* WHAT TO PRODUCE *
What you return should be the full listing, word for word, without a single image.

* RECORDS PROVIDED *
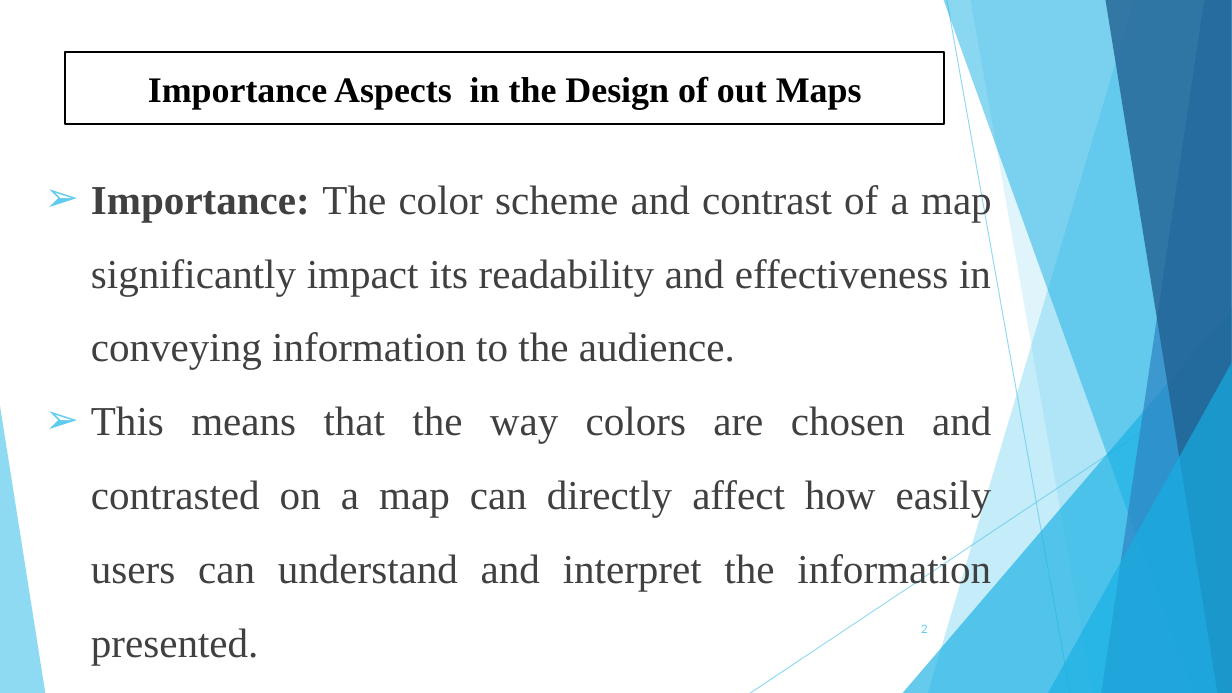
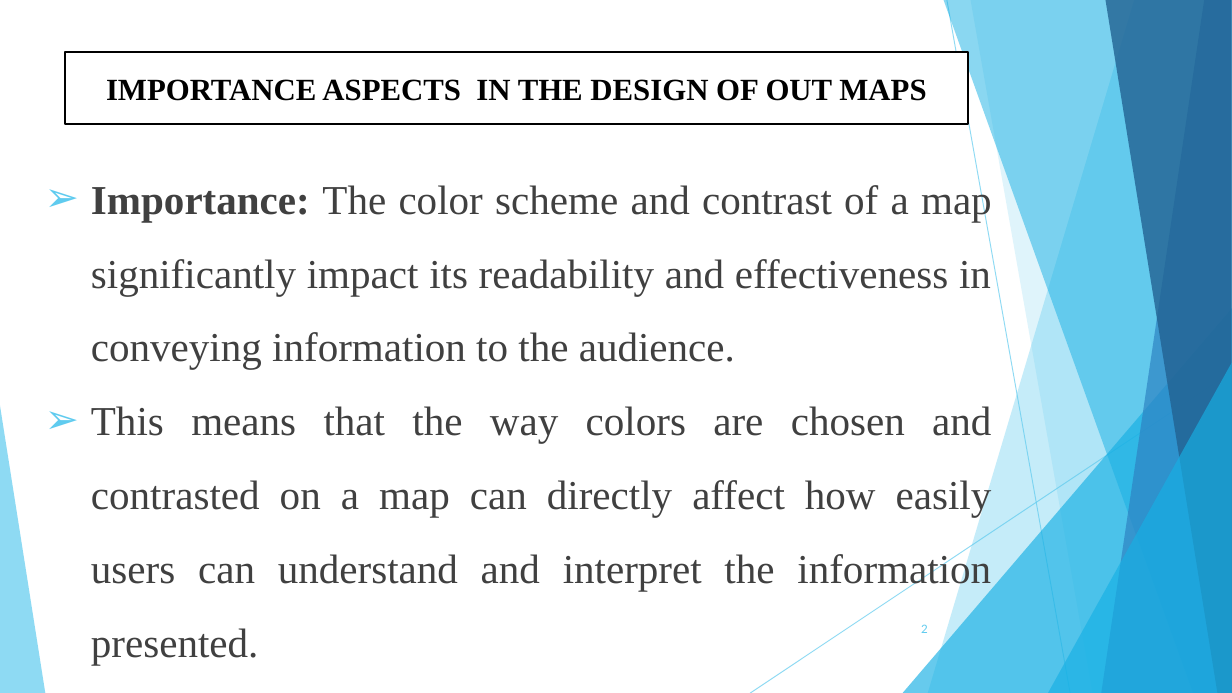
Before and after one commit to wajahatakbar/5Th-Semester-GIS, a slide deck: slide 2 of GIS - 6.pptx. Drawn at 1232x693 pixels with LibreOffice and Linux fonts; fonts in the diff are those of the drawing. Boxes give left, top, right and bottom in pixels: in the first picture for what was removed or moved away, otherwise in the second. Text is boxed around its words. In the diff, an @@ line names an element or a change of style, - is before the commit and + after.

```diff
--- a/GIS - 6.pptx
+++ b/GIS - 6.pptx
@@ rectangle "IMPORTANCE ASPECTS IN THE DESIGN ..." resized from (x1=66, y1=52, x2=945, y2=124) to (x1=66, y1=52, x2=969, y2=124) @@
@@ text in rectangle at (x1=106, y1=79, x2=926, y2=101): text changed; size 28 to 24 pt @@
-Importance Aspects in the Design of out Maps
+IMPORTANCE ASPECTS IN THE DESIGN OF OUT MAPS
```
Also in this commit, not shown: 1 slide removed.

* EXERCISE OUTPUT *
Before and after one commit to wajahatakbar/5Th-Semester-GIS, a slide deck: slide 2 of GIS - 6.pptx. Drawn at 1232x693 pixels with LibreOffice and Linux fonts; fonts in the diff are those of the drawing. Boxes give left, top, right and bottom in pixels: in the first picture for what was removed or moved away, otherwise in the second. Text is boxed around its words. In the diff, an @@ line names an element or a change of style, - is before the commit and + after.

```diff
--- a/GIS - 6.pptx
+++ b/GIS - 6.pptx
@@ rectangle "IMPORTANCE ASPECTS IN THE DESIGN ..." resized from (x1=66, y1=52, x2=945, y2=124) to (x1=66, y1=52, x2=969, y2=124) @@
@@ text in rectangle at (x1=106, y1=79, x2=926, y2=101): text changed; size 28 to 24 pt @@
-Importance Aspects in the Design of out Maps
+IMPORTANCE ASPECTS IN THE DESIGN OF OUT MAPS
```
Also in this commit, not shown: 1 slide removed.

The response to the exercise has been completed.